Lindbergh: Will the 2014 Yankees have the oldest offense ever?

From SABR member Ben Lindbergh at Baseball Prospectus on January 15, 2014:

You have to hand it to the Yankees. Fresh off a 2013 season in which they fielded baseball’s oldest collection of position players—and, in perhaps not entirely unrelated news, either led the league or ranked second in games and salary lost to injury and percentage of payroll lost—they’ve spent the offseason growing even grayer.

Part of this is passive aging, the kind that happens at any position where a team stands pat. Returning Yankees who, as of today, look like locks for the Opening Day active roster—in descending order of age, Ichiro Suzuki, Derek Jeter, Alfonso Soriano, Mark Teixeira, Brendan Ryan, Brett Gardner, Francisco Cervelli, and Eduardo Nunez—are, in accordance with the way time works, now even older than they were in 2013. But the Yankees have also aged actively, signing five over-30 free agent position players to big-league deals: Carlos Beltran (who’ll be 37 this season), Brian Roberts (36), Kelly Johnson (32), Jacoby Ellsbury (30), and Brian McCann (30).

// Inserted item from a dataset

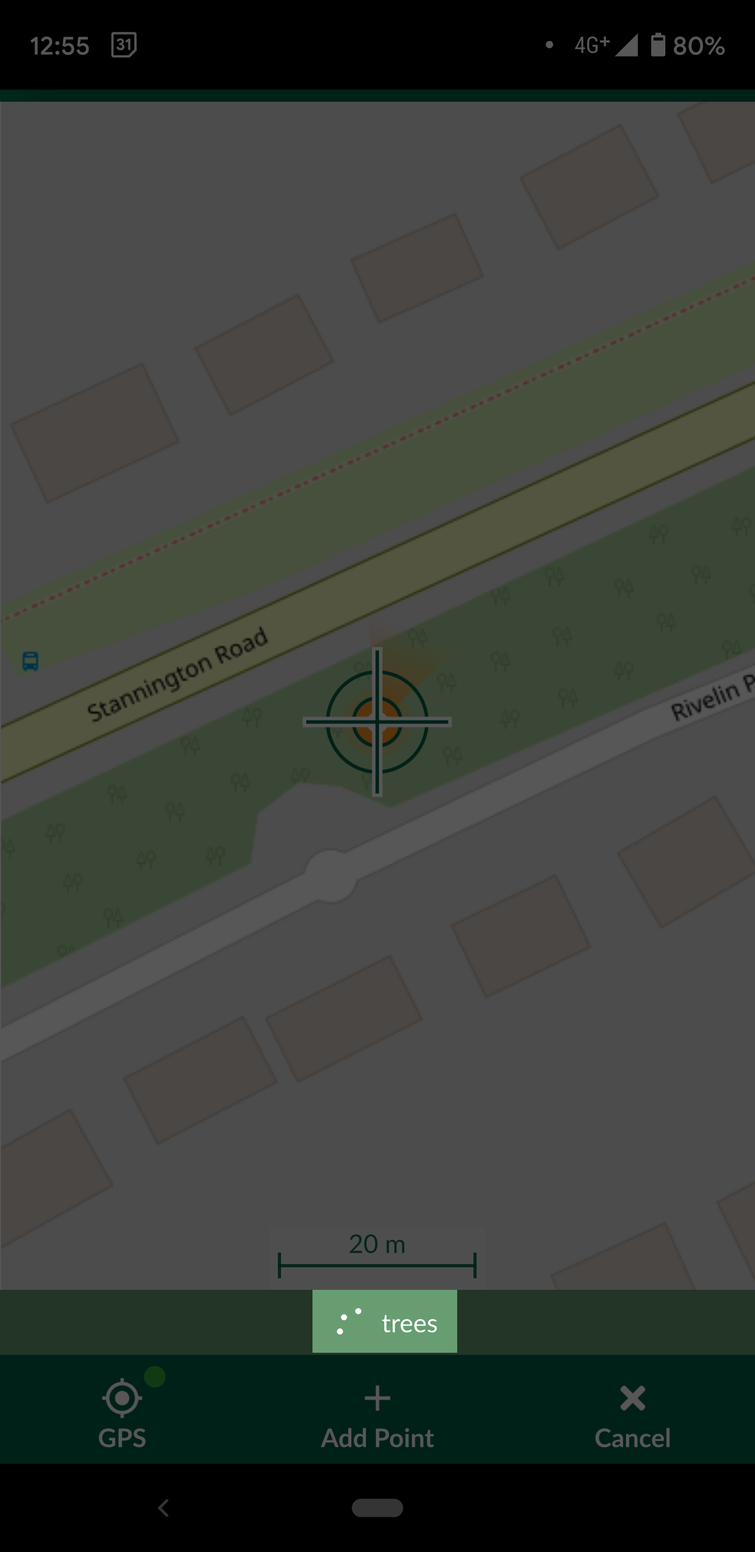
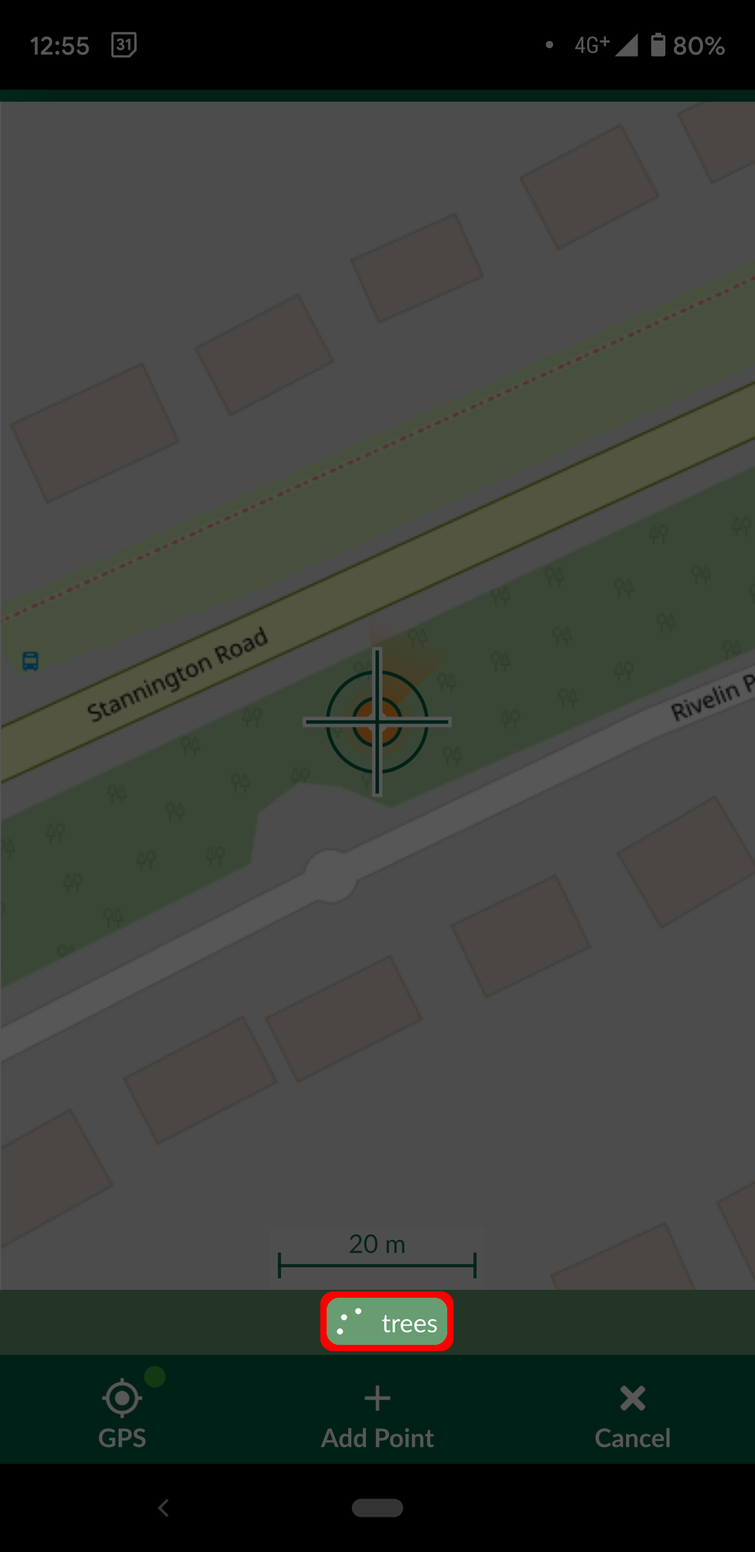
Two versions of the same layered image (w=755, h=1552). Layer-by-layer changes:
added layer "Red" above "Black" over [320, 1291, 454, 1352]
painted on "Black" over [312, 1290, 458, 1354]

The suspension of 38-year-old Alex Rodriguez is the closest they’ve come to a youth movement.

On the pitching side, the Yankees figure to be a lot less ancient. Having lost Mariano Rivera and Andy Pettitte to retirement, New York could enter the season with only one post-prime reliever (Matt Thornton) and three under-30 starters, barring a buzzer-beating Bronson Arroyo signing. But with every lineup slot assigned to someone who’s fit for Carrousel—unlike last year, when Brett Gardner played most of the season at age 29—the Yankees have seemingly assembled a historically old offense.

The oldest hitting team in the AL era (1901-2013) was the 2006 Giants, with a weighted batter age of 34.46. That team featured only one starter under 30—27-year-old catcher Eliezer Alfonso, backed up by 35-year-olds Mike Matheny and Todd Greene—and got over 2000 combined plate appearances out of 41-year-olds Barry Bonds and Steve Finley and 39-year-olds Omar Vizquel and Moises Alou.